- Genre: Musical theatre
- Format: Audio podcast
- Country of origin: United States
- Language: American English

Creative team
- Created by: John Cameron Mitchell; Bryan Weller;
- Written by: John Cameron Mitchell
- Directed by: John Cameron Mitchell

Cast and voices
- Starring: John Cameron Mitchell
- Voices: Glenn Close; Cynthia Erivo; Patti LuPone; Denis O'Hare; Laurie Anderson; Nakhane; Christopher Hanke; Ben Foster; Bridget Everett;

Music
- Composed by: John Cameron Mitchell; Bryan Weller;

Production
- Production: Topic Studios
- Length: 320 minutes (26–45 min/episode)

Technical specifications
- Audio format: Joint Stereo MP3 (128 kbit/s, 44.1kHz)

Publication
- No. of seasons: 1
- No. of episodes: 10
- Original release: April 22 – May 18, 2019 (6 years ago)
- Provider: Luminary (2019–2021, exclusive); Acast (October 12, 2021–);
- Updates: Ended

Related
- Website: shows.acast.com/anthem

= Anthem: Homunculus =

Musical podcast by John Cameron Mitchell

Anthem: Homunculus is a musical podcast series written by John Cameron Mitchell and Bryan Weller starring Mitchell, Glenn Close, Cynthia Erivo, Patti LuPone, Denis O'Hare, Laurie Anderson, Nakhane, Christopher Hanke, Ben Foster, Bridget Everett and Gail Thomas. The show was produced by Topic Studios and initially released exclusively on Luminary and presently distributed by Acast.

== Background ==
The podcast debuted on April 23, 2019. and was created by John Cameron Mitchell (director, scriptwriter, co-songwriter) and Bryan Weller (co-songwriter and music producer). The first draft was developed at William S. Burroughs's former house in Lawrence, Kansas where Mitchell and Weller were invited to work by Burrough's longtime partner James Grauerholz.
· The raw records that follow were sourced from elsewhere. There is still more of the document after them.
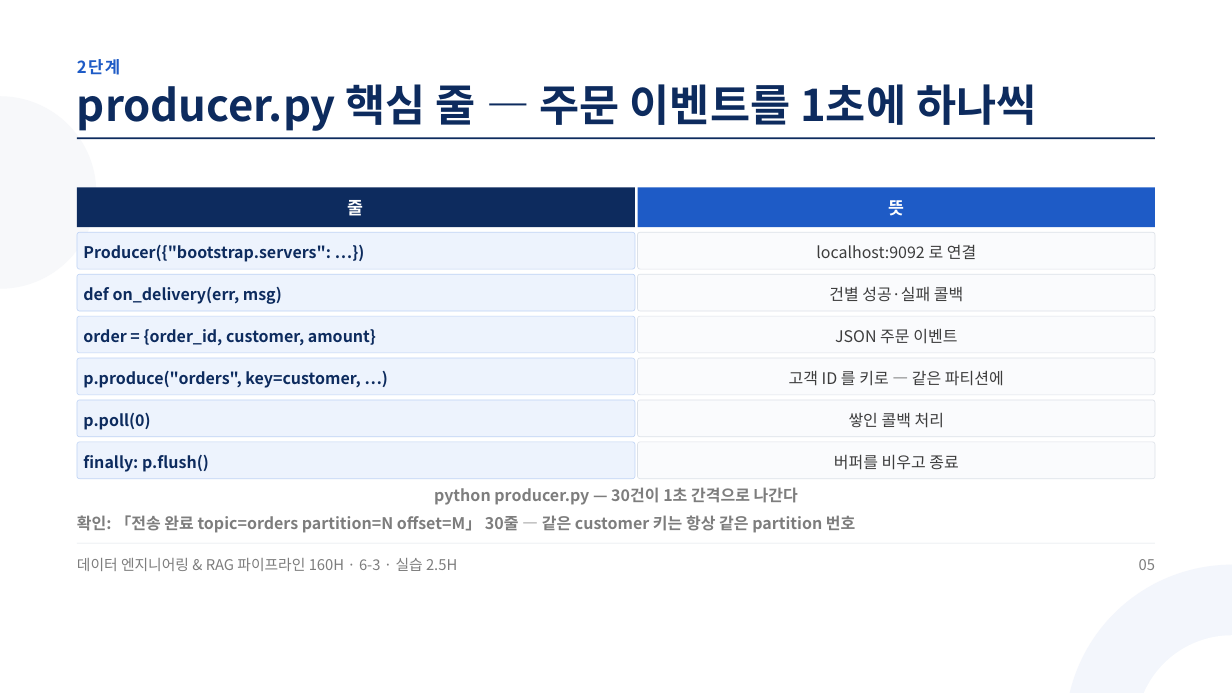
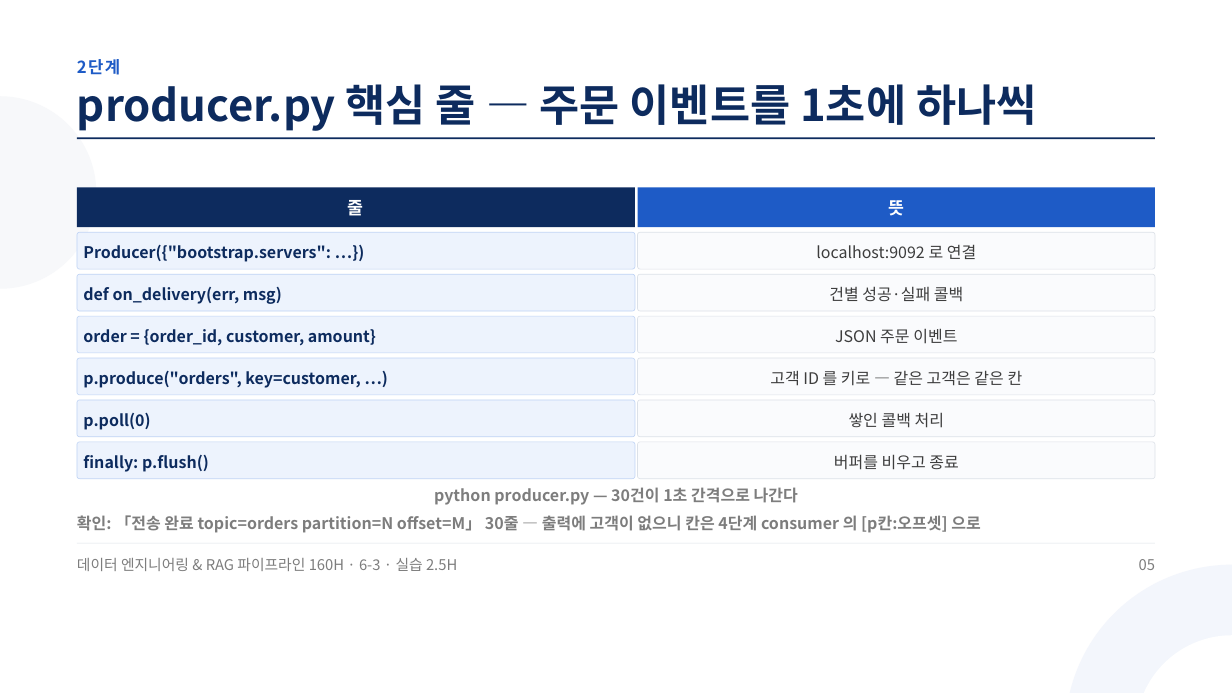
Before and after one commit to aebonlee/materials, a slide deck: slide 5 of data-eng/decks/w6d3s2.pptx. Drawn at 1232x693 pixels with LibreOffice and Linux fonts; fonts in the diff are those of the drawing. Boxes give left, top, right and bottom in pixels: in the first picture for what was removed or moved away, otherwise in the second. Text is boxed around its words. In the diff, an @@ line names an element or a change of style, - is before the commit and + after.

```diff
--- a/data-eng/decks/w6d3s2.pptx
+++ b/data-eng/decks/w6d3s2.pptx
@@ text at <box>770,370,1023,386</box>: text changed @@
-고객 ID 를 키로 — 같은 파티션에
+고객 ID 를 키로 — 같은 고객은 같은 칸
@@ text at <box>77,515,980,533</box>: text changed @@
-확인: 「전송 완료 topic=orders partition=N offset=M」 30줄 — 같은 customer 키는 항상 같은 partition 번호
+확인: 「전송 완료 topic=orders partition=N offset=M」 30줄 — 출력에 고객이 없으니 칸은 4단계 consumer 의 [p칸:오프셋] 으로
```
Also in this commit, not shown: 7 other slides changed, 2 slides added, 33 other files.

Anthem: Homunculus is a ten-episode fictional musical audio series totalling over five hours. The premise and structure stemmed from an unfinished sequel to Hedwig and the Angry Inch ("Hedwig and the Divine Homunculus") that Mitchell abandoned and reworked into a "speculative autobiography" in which he wonders what might have become of him if he had never left his small town of Junction City, Kansas. The plot involves a Mitchell-like protagonist, Ceann MacKay, who attempts to crowdfund his brain tumor health care through an audio telethon. Seizures periodically send him to an afterlife where he wrestles with characters from his past. Mitchell and Weller initially pitched the idea for television, but were rejected so they reconceived it as an audio piece. The show features 31 songs written by Weller and Mitchell that span multiple genres. The soundtrack for the podcast was released on May 20, 2019, by Ghostlight Records.

== Cast ==
Glenn Close plays his mother, Maeve, who in this liminal space demands forgiveness by way of a heavy metal song while nailing herself to a cross. Patti Lupone plays Sister Max, his junky jazz singer-turned-nun aunt who is his most supportive family member. Ceann's lover Jairo is played by South African musician/actor Nakhane whom Mitchell cast through DM on Instagram. The part of Joan the Baptist, a singing evangelist for the Virgin Mary, was written for Cynthia Erivo whom he had seen on Broadway in The Color Purple.

== Reception ==
The Guardian included the show on their list of the best podcasts of 2019 saying that the show "is a heartrending and hilarious combination of music, theatre and drama". Rolling Stone called it "a hallucinatory masterpiece", Slate deemed it "a game changer", and The Atlantic called it one of the best podcasts of 2019, featuring "superbly rendered dialogue". The podcast was an honoree in the scripted fiction category during the 2020 Webby Awards. The podcast had a live marathon listening party at the IFC Center on November 24, 2019. Later listening parties took place in Austin, San Francisco and Portland, Oregon.